Load types available in a particular project may depend on the type of project (2D, 3D, etc.) and on the functionality adjusted for the project. The number of available load types is really large. In this article, we introduce the effect of prescribed displacements for specific points in the structure.
Point displacement - Translation of support
A node of the structure may be subjected to a prescribed displacement. In such a case, the user defines the direction and magnitude of the known displacement.
Parameters have the following meaning:
The name is used for the identification of the entity.
The direction specifies the direction in which the support "settles".
Absolute: The value (below) is input in absolute value related to the origin of the global coordinate system.
Relative: The value (below) is input in relative value related to the position of the support.
- Value - U
Specifies the value by which the support is translated.
The direction is always defined in the local coordinate system of the support (informative).
The translation of support can be defined ONLY in fixed supports; it cannot be defined in flexible and non-linear supports.
This example demonstrates the difference between absolute and relative reference.
Let us assume a simple three-span frame with supports as shown in the picture.
We have two identical frames: the left one for the absolute translation of the support, the right one for the relative translation. The global Z-coordinate of the lower supports is equal to zero, i.e. the supports are located in the global XY-plane.
The translation of a support is assigned to the support located in the middle of the middle-span beam.
The translation in the left frame is input with the following values:
The right variant with the following parameters:
The difference between the absolute and relative reference can be clearly seen in the last picture (the height of the frame is 4 meters).
Point displacement - Translation of a point on beam - rel. translation
A point of the structure may be subjected to a prescribed displacement. The displacement means that the 1D member is "torn apart" and one part of the 1D member is lifted up while the other part is pushed down. The imposed load is clear from the picture below. The defined magnitude is equal to the distance of "torn-end-points" of the 1D member.
Point displacement - Rotation of support
A node of the structure may be subjected to a prescribed rotation. In such a case, the user defines the direction and magnitude of the known rotation.
Note: The rotation of support cannot be defined in flexible and non-linear supports.
Point displacement - Rotation of a point on beam
A point of the structure may be subjected to a prescribed rotation.

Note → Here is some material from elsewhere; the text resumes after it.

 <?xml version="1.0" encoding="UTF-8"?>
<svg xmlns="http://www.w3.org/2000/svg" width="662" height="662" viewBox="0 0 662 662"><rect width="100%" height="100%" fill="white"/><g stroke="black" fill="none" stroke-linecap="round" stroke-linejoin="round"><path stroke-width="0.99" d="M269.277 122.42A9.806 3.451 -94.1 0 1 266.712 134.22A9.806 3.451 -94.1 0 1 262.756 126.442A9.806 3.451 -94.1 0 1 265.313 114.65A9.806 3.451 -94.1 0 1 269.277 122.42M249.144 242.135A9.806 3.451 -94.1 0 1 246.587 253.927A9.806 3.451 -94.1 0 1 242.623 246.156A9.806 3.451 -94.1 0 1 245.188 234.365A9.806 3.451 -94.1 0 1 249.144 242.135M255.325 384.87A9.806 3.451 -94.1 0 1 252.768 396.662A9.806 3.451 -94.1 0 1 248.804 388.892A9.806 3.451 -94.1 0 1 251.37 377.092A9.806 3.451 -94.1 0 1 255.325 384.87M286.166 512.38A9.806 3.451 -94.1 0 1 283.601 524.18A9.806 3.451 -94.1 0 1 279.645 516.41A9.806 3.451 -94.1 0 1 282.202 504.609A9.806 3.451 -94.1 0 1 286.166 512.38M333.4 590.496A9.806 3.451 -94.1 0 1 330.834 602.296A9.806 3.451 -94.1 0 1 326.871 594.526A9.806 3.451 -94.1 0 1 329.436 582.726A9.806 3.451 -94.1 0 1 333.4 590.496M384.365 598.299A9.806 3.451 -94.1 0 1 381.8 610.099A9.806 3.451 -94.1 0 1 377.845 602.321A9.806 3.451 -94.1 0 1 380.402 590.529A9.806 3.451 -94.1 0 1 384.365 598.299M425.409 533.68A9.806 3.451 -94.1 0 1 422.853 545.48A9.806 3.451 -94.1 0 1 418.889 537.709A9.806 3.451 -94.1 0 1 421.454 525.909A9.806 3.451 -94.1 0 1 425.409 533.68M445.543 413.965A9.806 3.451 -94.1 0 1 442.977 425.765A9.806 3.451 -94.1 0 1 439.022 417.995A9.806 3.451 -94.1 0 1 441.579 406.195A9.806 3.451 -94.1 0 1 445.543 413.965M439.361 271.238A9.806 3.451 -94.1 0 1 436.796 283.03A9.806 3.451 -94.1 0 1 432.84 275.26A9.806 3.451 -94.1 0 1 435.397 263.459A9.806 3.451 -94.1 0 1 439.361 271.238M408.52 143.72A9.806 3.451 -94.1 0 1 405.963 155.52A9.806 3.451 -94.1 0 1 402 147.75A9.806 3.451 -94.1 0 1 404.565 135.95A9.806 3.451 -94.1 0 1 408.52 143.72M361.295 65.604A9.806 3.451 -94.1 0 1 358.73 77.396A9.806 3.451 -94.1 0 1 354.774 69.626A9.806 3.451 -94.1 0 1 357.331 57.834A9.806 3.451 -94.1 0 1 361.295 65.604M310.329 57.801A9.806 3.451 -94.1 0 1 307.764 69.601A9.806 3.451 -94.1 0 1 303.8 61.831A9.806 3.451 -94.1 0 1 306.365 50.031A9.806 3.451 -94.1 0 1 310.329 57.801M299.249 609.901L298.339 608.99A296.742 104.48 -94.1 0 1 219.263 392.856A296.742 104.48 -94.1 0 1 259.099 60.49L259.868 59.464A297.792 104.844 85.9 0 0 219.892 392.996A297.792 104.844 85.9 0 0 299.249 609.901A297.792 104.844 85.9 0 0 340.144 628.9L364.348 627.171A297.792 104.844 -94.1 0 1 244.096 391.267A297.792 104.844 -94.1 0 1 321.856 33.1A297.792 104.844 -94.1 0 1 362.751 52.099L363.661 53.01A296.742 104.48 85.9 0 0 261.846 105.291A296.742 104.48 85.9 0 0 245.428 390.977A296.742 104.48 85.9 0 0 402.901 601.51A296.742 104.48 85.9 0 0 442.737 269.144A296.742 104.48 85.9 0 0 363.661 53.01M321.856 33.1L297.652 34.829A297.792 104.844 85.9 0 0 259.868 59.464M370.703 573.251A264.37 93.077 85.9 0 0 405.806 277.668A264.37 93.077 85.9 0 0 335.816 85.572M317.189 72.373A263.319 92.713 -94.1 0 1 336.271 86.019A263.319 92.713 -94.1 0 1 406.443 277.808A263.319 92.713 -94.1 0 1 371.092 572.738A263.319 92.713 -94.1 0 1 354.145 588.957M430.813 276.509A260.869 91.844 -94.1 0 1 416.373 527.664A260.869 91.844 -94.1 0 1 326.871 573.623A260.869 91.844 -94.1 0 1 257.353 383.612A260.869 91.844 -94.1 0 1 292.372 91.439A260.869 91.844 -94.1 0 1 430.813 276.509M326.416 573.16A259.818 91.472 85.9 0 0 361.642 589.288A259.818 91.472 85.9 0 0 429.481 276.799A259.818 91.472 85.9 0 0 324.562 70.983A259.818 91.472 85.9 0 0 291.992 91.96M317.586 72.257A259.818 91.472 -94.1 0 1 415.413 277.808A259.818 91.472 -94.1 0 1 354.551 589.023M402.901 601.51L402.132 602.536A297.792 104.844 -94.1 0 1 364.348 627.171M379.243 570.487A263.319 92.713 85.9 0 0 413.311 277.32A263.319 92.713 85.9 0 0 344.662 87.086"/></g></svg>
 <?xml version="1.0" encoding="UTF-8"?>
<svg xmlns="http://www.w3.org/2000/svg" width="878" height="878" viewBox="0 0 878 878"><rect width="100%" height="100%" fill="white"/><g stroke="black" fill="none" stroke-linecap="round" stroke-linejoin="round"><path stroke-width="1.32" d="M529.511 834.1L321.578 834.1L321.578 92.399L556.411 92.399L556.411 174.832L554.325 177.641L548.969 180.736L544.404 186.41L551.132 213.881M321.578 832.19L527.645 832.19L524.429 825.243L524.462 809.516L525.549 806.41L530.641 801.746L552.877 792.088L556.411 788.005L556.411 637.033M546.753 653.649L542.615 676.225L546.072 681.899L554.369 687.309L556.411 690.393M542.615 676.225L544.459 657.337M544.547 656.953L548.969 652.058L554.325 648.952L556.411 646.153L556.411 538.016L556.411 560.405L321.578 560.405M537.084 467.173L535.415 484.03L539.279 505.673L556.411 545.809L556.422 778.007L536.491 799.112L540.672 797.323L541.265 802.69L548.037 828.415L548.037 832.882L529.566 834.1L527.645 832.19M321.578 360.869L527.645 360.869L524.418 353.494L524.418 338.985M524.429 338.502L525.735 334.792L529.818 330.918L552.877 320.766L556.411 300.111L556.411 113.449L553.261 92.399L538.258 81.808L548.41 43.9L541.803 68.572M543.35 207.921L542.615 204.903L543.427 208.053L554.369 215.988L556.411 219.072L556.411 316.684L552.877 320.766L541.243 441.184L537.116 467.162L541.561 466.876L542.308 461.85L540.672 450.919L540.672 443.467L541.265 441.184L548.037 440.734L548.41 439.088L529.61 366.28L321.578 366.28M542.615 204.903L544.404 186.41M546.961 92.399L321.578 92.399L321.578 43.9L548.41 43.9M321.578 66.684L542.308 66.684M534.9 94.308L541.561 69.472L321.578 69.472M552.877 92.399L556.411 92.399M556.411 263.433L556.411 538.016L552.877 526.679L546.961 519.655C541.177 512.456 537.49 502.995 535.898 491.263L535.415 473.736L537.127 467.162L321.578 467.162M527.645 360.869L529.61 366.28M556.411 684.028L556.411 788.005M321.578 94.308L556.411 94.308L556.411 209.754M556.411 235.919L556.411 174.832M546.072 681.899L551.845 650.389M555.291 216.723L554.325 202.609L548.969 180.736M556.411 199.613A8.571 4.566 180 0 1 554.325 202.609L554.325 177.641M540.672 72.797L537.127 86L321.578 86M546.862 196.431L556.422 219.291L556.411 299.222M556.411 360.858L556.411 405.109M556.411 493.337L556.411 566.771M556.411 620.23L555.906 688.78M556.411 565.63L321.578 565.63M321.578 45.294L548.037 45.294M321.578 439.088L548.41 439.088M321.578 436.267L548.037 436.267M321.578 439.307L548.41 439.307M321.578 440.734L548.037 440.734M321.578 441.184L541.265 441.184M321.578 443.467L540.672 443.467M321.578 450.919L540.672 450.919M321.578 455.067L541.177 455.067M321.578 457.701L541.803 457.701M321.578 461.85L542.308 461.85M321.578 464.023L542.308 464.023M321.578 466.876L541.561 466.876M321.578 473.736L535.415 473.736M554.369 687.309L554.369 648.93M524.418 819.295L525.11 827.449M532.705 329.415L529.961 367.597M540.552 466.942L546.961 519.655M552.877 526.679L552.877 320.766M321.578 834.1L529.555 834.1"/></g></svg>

The rotation means that the 1D member is "cracked" and both parts are bent. The imposed load is clear from the picture below. The defined magnitude is equal to the angle between the tangents to the two parts of the 1D member.
Line displacement on beam - longitudinal strain
The whole 1D member may be subject to a longitudinal strain. This strain can be either uniform along the beam or may vary linearly.
Line displacement on beam - flexural strain
The whole 1D member may be subject to a flexural strain. This strain can be either uniform along the beam or may vary linearly.
The parameters have the following meaning
- Name: is used for the identification of the load
- Direction: specifies the base direction of the load. the direction may further be specified by the parameter 'angle'
- Distribution: the load may be either constant along the 1D member or linearly variable (trapezoidal)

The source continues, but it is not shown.